Try it:
Isolate every line in the data with the string "RightArm" and copy it.

Items listed in a dataset:

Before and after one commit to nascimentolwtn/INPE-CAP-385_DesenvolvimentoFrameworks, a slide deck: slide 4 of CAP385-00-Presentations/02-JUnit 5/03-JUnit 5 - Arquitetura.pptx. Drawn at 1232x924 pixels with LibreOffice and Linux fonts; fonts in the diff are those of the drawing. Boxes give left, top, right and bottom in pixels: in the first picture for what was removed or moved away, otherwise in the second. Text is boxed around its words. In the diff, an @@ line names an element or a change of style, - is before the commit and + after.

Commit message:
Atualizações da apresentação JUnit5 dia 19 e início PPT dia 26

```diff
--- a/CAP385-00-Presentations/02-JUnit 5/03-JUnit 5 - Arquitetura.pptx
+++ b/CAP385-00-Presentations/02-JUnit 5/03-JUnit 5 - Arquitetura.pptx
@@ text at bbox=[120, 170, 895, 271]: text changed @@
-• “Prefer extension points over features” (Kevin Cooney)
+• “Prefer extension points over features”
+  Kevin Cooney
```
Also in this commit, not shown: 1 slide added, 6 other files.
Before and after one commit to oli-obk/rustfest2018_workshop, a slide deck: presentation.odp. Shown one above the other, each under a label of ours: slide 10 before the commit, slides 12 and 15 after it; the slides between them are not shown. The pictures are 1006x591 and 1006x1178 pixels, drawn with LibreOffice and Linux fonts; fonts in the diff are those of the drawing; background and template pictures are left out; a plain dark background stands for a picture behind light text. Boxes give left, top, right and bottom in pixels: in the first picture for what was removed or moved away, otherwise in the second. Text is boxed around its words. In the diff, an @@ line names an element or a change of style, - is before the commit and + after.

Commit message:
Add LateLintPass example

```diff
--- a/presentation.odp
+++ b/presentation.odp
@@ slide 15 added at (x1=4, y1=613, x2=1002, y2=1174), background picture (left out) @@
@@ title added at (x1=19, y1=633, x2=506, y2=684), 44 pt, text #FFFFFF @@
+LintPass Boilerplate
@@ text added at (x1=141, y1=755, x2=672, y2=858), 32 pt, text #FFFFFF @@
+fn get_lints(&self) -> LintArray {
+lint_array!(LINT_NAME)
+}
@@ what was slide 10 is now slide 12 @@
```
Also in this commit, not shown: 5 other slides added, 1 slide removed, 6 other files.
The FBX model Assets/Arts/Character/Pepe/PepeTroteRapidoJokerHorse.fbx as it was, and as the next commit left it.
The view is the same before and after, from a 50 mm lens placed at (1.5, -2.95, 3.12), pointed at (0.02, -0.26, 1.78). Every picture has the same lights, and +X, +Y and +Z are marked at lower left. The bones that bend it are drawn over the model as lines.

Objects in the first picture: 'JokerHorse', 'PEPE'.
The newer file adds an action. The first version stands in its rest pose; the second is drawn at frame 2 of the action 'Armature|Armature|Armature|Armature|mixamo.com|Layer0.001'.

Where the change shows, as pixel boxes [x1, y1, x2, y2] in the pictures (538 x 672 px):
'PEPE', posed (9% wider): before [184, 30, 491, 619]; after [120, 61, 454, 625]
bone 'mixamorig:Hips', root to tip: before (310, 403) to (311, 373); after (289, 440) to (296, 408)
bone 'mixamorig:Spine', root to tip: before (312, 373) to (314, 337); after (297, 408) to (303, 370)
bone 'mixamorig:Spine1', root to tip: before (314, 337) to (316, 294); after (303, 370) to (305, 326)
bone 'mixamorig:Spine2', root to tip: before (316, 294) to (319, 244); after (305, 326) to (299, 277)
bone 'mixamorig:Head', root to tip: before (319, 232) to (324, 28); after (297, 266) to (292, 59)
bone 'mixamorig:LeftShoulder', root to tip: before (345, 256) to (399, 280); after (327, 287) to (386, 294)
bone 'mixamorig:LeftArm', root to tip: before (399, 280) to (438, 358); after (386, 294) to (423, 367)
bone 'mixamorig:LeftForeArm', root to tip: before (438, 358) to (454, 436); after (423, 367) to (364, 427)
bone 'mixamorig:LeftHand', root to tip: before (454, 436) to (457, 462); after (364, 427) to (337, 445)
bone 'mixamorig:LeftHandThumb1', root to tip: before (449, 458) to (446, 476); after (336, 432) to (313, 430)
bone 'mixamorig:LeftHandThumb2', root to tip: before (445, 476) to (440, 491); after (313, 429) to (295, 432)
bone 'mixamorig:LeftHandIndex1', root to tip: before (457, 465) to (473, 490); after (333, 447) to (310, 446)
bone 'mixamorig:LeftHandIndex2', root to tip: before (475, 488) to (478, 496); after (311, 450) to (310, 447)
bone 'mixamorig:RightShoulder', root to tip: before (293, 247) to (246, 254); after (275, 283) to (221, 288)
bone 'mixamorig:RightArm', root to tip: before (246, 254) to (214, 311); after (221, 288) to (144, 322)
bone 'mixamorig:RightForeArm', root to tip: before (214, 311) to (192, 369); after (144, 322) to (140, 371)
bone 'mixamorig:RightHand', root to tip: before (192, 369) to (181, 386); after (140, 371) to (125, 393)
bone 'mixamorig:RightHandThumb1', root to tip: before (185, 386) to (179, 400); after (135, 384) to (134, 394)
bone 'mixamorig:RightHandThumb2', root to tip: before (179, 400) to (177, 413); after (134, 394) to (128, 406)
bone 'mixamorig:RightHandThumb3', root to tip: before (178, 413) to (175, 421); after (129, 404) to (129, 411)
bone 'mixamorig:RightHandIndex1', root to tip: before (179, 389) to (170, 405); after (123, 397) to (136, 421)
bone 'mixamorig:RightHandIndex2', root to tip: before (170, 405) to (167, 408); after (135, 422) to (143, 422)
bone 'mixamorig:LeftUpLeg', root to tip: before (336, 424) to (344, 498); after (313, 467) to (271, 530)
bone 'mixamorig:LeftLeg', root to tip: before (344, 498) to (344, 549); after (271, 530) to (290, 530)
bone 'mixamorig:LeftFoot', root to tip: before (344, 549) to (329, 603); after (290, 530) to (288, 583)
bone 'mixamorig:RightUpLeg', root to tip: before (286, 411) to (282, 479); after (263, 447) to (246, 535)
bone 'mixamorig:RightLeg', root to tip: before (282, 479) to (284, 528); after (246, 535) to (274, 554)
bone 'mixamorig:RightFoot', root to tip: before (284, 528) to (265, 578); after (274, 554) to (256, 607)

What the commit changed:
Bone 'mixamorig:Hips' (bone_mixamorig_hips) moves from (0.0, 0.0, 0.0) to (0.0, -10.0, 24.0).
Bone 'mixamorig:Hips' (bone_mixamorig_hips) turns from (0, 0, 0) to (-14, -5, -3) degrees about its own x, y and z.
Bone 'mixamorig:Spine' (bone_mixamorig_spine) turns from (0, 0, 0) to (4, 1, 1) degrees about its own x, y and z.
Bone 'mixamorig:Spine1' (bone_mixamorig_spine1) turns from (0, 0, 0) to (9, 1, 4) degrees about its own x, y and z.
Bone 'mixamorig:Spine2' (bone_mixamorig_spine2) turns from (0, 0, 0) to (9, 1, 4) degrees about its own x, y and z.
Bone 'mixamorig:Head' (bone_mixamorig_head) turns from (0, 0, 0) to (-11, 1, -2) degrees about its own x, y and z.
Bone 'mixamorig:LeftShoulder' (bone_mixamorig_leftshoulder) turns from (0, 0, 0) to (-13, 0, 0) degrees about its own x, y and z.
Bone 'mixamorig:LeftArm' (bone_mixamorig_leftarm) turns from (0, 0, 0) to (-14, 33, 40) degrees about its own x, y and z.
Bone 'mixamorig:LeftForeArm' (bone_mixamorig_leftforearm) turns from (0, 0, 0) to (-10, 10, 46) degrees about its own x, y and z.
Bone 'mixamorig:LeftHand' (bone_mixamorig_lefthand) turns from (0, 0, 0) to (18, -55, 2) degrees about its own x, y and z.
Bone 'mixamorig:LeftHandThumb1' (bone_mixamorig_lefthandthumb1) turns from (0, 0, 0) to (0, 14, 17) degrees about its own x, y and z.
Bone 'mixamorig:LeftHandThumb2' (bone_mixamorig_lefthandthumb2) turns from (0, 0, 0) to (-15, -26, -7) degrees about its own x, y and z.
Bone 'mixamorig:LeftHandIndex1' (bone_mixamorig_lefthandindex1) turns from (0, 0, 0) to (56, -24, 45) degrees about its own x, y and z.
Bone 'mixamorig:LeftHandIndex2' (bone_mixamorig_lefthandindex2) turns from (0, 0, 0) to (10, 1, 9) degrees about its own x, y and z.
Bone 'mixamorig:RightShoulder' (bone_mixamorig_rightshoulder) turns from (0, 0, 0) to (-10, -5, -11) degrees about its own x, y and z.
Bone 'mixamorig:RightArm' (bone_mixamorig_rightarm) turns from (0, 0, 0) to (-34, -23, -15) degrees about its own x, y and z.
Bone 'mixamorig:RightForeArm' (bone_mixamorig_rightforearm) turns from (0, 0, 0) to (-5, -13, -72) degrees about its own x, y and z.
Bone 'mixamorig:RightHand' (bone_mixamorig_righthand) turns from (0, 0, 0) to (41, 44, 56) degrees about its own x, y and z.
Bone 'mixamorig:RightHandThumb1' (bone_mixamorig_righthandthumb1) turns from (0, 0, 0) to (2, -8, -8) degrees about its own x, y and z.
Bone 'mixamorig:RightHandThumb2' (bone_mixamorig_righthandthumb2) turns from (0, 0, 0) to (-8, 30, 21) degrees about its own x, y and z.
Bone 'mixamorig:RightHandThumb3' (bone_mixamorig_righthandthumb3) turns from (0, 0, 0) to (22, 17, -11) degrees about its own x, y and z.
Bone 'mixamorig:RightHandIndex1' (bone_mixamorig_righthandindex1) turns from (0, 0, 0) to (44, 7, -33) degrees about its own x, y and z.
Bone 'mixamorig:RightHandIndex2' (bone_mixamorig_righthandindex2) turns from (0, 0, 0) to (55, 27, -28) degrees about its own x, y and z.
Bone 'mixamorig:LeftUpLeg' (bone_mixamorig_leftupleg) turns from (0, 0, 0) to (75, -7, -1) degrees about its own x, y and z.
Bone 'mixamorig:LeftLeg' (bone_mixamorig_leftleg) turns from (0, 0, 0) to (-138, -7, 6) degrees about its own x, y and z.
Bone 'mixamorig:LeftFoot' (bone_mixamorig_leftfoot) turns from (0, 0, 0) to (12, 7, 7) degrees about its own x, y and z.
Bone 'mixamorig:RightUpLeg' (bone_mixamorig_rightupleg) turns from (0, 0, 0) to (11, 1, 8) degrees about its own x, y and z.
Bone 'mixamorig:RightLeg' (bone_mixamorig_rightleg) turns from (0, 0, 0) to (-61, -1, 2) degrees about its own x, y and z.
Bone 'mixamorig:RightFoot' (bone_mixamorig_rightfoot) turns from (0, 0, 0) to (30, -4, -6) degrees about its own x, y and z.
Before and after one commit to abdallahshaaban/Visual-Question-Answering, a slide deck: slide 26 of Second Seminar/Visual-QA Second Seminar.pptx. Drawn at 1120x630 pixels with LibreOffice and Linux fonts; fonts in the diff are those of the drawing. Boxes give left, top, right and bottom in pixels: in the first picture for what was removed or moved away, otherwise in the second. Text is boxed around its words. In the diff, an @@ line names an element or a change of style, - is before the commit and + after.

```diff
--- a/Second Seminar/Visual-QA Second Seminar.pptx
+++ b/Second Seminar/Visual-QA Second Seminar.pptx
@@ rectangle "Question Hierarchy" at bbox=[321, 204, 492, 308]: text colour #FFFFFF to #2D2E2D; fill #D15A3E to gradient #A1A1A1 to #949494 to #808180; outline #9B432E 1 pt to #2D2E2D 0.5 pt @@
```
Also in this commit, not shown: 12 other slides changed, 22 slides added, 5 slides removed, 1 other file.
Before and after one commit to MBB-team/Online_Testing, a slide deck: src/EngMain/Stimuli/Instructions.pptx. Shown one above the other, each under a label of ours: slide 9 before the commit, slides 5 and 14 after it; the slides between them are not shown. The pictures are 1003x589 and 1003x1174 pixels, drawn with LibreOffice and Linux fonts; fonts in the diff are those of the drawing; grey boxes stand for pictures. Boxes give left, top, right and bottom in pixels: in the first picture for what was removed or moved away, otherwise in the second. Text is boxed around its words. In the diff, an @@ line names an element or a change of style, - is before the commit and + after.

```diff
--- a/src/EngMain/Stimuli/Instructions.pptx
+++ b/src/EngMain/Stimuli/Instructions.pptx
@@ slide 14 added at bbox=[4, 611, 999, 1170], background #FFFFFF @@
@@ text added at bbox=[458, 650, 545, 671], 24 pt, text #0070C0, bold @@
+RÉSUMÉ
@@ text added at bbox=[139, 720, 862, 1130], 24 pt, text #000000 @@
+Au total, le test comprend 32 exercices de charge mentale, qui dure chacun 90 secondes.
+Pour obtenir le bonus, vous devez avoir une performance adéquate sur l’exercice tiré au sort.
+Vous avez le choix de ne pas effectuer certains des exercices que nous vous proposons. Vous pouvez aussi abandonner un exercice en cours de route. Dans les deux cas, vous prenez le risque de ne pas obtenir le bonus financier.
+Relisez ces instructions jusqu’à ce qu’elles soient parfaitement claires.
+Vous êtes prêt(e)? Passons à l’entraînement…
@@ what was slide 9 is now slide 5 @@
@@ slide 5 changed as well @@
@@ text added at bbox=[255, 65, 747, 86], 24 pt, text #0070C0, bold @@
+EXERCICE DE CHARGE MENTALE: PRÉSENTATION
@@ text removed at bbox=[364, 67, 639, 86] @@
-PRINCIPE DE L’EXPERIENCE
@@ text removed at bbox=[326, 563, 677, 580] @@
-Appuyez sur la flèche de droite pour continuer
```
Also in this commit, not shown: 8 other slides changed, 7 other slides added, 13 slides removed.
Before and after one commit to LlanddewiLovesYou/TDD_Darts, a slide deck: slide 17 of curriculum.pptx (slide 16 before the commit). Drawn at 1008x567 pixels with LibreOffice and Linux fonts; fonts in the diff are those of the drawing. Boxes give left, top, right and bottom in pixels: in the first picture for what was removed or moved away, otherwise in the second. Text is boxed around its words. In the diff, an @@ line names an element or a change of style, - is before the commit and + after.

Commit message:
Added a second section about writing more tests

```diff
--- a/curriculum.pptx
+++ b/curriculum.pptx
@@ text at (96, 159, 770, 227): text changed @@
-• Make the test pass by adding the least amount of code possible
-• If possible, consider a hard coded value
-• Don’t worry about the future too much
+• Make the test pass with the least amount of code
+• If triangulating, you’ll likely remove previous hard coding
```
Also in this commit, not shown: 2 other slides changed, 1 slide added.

Response for this exercise:
bone 'mixamorig:RightArm', root to tip: before (246, 254) to (214, 311); after (221, 288) to (144, 322)
Bone 'mixamorig:RightArm' (bone_mixamorig_rightarm) turns from (0, 0, 0) to (-34, -23, -15) degrees about its own x, y and z.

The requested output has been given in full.